XX. Conviene, pues, que estemos sobre aviso y observemos de continuo estas tres causas

de nuestros pensamientos, examinando con discreta sagacidad todos los que sobrevengan

a nuestro corazón. Debemos indagar, ante todo, su origen, la causa y el autor de que

proceden para darles el crédito que se merecen y saber cómo conducirnos con ellos. Así

llegaremos a ser, según el precepto del Señor, hábiles cambistas[71].

La habilidad y la ciencia de los cambistas consiste en distinguir el oro puro del que no

ha sido purificado de igual suerte en el crisol; en no dejarse engañar y saber apreciar una

moneda de cobre en un denario vil que tuviera en apariencia el brillo del metal precioso.

Pero no sólo deben reconocer las piezas que ostentan la efigie del emperador. Su

sagacidad va más lejos. Distinguen, incluso, aquellas que, aunque llevan la impronta del

rey legítimo, no son en realidad más que mera falsificación de la verdadera moneda. A

ellos incumbe, en fin, comprobar con la balanza la gravedad del metal y justipreciar el

peso debido.

Nuestro deber es llevar espiritualmente en las cosas de Dios todas estas precauciones,

como sugiere el mismo nombre de cambistas que el Evangelio nos propone, por ejemplo.

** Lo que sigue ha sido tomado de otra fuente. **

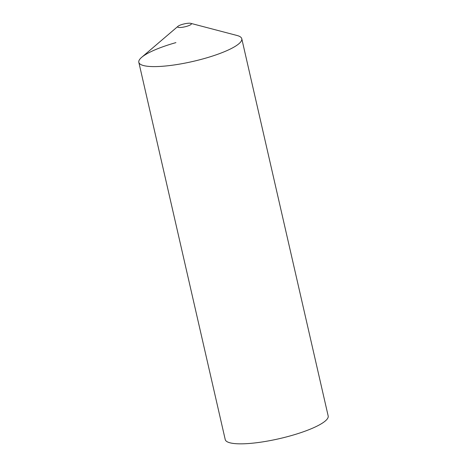 <?xml version="1.0" encoding="UTF-8"?>
<svg xmlns="http://www.w3.org/2000/svg" width="467" height="467" viewBox="0 0 467 467"><rect width="100%" height="100%" fill="white"/><g stroke="black" fill="none" stroke-linecap="round" stroke-linejoin="round"><path stroke-width="0.7" d="M182.62 24.302A7.04 1.494 -12.9 0 0 178.05 26.263A7.04 1.494 -12.9 0 0 179.544 27.5A7.04 1.494 -12.9 0 0 186.456 26.409A7.04 1.494 -12.9 0 0 190.769 23.35A7.04 1.494 -12.9 0 0 182.62 24.302M178.05 26.263L141.67 57.324A52.806 11.22 -12.9 0 0 152.872 66.594A52.806 11.22 -12.9 0 0 204.674 58.428A52.806 11.22 -12.9 0 0 237.043 35.486L190.769 23.35M138.827 62.315L225.222 439.552A52.806 11.22 167.1 0 0 291.075 435.664A52.806 11.22 167.1 0 0 328.173 415.969L241.778 38.738A52.806 11.22 167.1 0 1 204.674 58.428A52.806 11.22 167.1 0 1 138.827 62.315A52.806 11.22 167.1 0 1 175.925 42.62"/></g></svg>
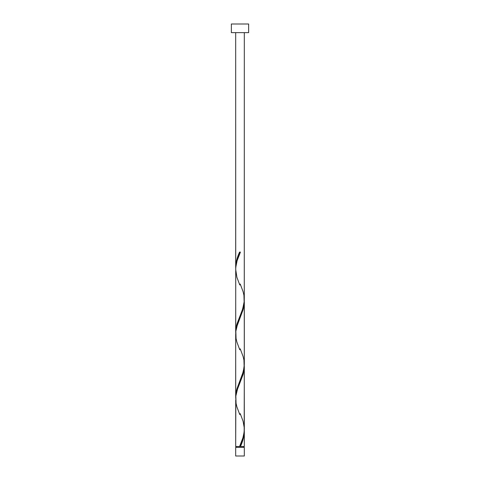 <?xml version="1.0" encoding="UTF-8"?>
<svg xmlns="http://www.w3.org/2000/svg" width="480" height="480" viewBox="0 0 480 480"><rect width="100%" height="100%" fill="white"/><g stroke="black" fill="none" stroke-linecap="round" stroke-linejoin="round"><path stroke-width="0.72" d="M235.68 447.36L235.68 456L244.32 456L244.32 447.36L235.68 447.36L244.32 447.36L244.32 456L235.68 456L235.68 447.36M236.112 446.496L236.112 447.36L236.112 446.496M243.888 447.36L243.888 446.496L243.888 447.36M231.36 24L231.36 32.64L248.64 32.64L248.64 24L231.36 24L231.36 32.64L248.64 32.64L248.64 24L231.36 24M235.728 268.758L235.68 32.64L235.68 267.258L236.058 262.932L237.12 258.6L239.568 252.096L240.432 252.096L237.102 260.706L235.752 267.474L235.68 332.058L236.946 323.97L242.694 308.928L244.272 301.158L244.32 32.64L244.29 298.512M241.098 444.87L240.432 446.496L244.32 446.496L244.32 431.334L243.492 437.832L241.098 444.87M244.272 365.034L244.32 429.258C243.996 435.012 242.412 440.754 239.568 446.496L235.68 446.496L239.568 446.496L242.898 437.886L244.164 432.036L244.32 366.534L243.054 374.622L237.306 389.664L235.86 395.952L235.68 446.496L235.71 400.08M235.728 398.358L235.68 334.134L235.68 396.858L236.946 388.77L243.378 371.406L244.32 364.458L244.32 301.734L243.054 309.822L236.622 327.186L235.86 331.152L235.71 335.28M244.272 429.834L244.32 446.496L240.432 446.496C242.826 441.438 244.122 436.38 244.32 431.334L244.296 430.296M240.216 413.586L243.096 421.296L244.29 428.112M244.272 300.234L244.29 363.312M235.728 333.558L235.71 270.48M240 446.496L240.432 446.496L240 446.496M239.568 252.096L240.432 252.096L239.568 252.096C237.174 257.154 235.878 262.212 235.68 267.258L235.704 268.296M240.216 283.986L243.096 291.696L243.936 295.296L244.158 302.496L242.43 309.696L236.904 324.096L236.064 327.696L235.704 333.096M240.216 348.786L243.096 356.496L243.936 360.096L244.158 367.296L242.43 374.496L236.904 388.896L236.064 392.496L235.704 397.896M239.988 445.488L239.568 446.496M239.784 414.606L236.904 406.896L236.064 403.296L235.842 396.096L237.57 388.896L243.096 374.496L243.936 370.896L244.296 365.496M239.784 349.806L236.904 342.096L236.064 338.496L235.842 331.296L237.57 324.096L243.096 309.696L243.936 306.096L244.296 300.696M239.784 285.006L236.904 277.296L235.68 269.334C236.004 263.58 237.588 257.838 240.432 252.096L240.012 253.104"/></g></svg>

Y, ante todo, cualquier pensamiento que se desliza en nuestro corazón, cualquier

máxima que se nos sugiere, examinémoslos con suma diligencia. Debemos considerar si

está en plena consonancia con la norma suprema del Espíritu Santo y resiste la prueba

del fuego divino, o si tiene, por el contrario, relación, aunque lejana, con la superstición

judaica. O si proviene de la pedantería e hinchazón propias de la filosofía del siglo,

aunque en lo exterior se nos proponga con capa de piedad. Llenaremos este deber si nos

conformamos con la palabra del Apóstol: «No creáis a cualquier espíritu; sino examinad

los espíritus, si son de Dios»[72].

Dieron en este escollo muchos que, tras de haber hecho profesión de vida monástica,

se dejaron seducir por el brillo de un lenguaje acicalado y por ciertas máximas de los

filósofos. Estas, a primera vista, no parecían estar en pugna con nuestros sentimientos

religiosos ni en desacuerdo con nuestra santa fe. Tenían el brillo del oro; pero en realidad

era un brillo falso, postizo. Por eso, después de haberse dejado engañar con esta

apariencia de doctrina, que, en la superficie, parecía innocua y verdadera, se encontraron

de pronto en la miseria más absoluta, como quienes se han provisto sólo de moneda

falsa. Ello fue causa de que algunos volvieran a mezclarse en los negocios del mundo y

cayeran, incluso, en herejías formales[73], o, cuando menos, en presunciones arrogantes

frente a la doctrina tradicional. Esta fue cabalmente la desgracia de Acán, según leemos

en el libro de Jesús, hijo de Nave. Codicioso de un lingote de oro que procedía del

campo enemigo, lo hurtó de las tiendas de los filisteos; pero se hizo reo de anatema[74],

mereciendo ser condenado a la muerte eterna.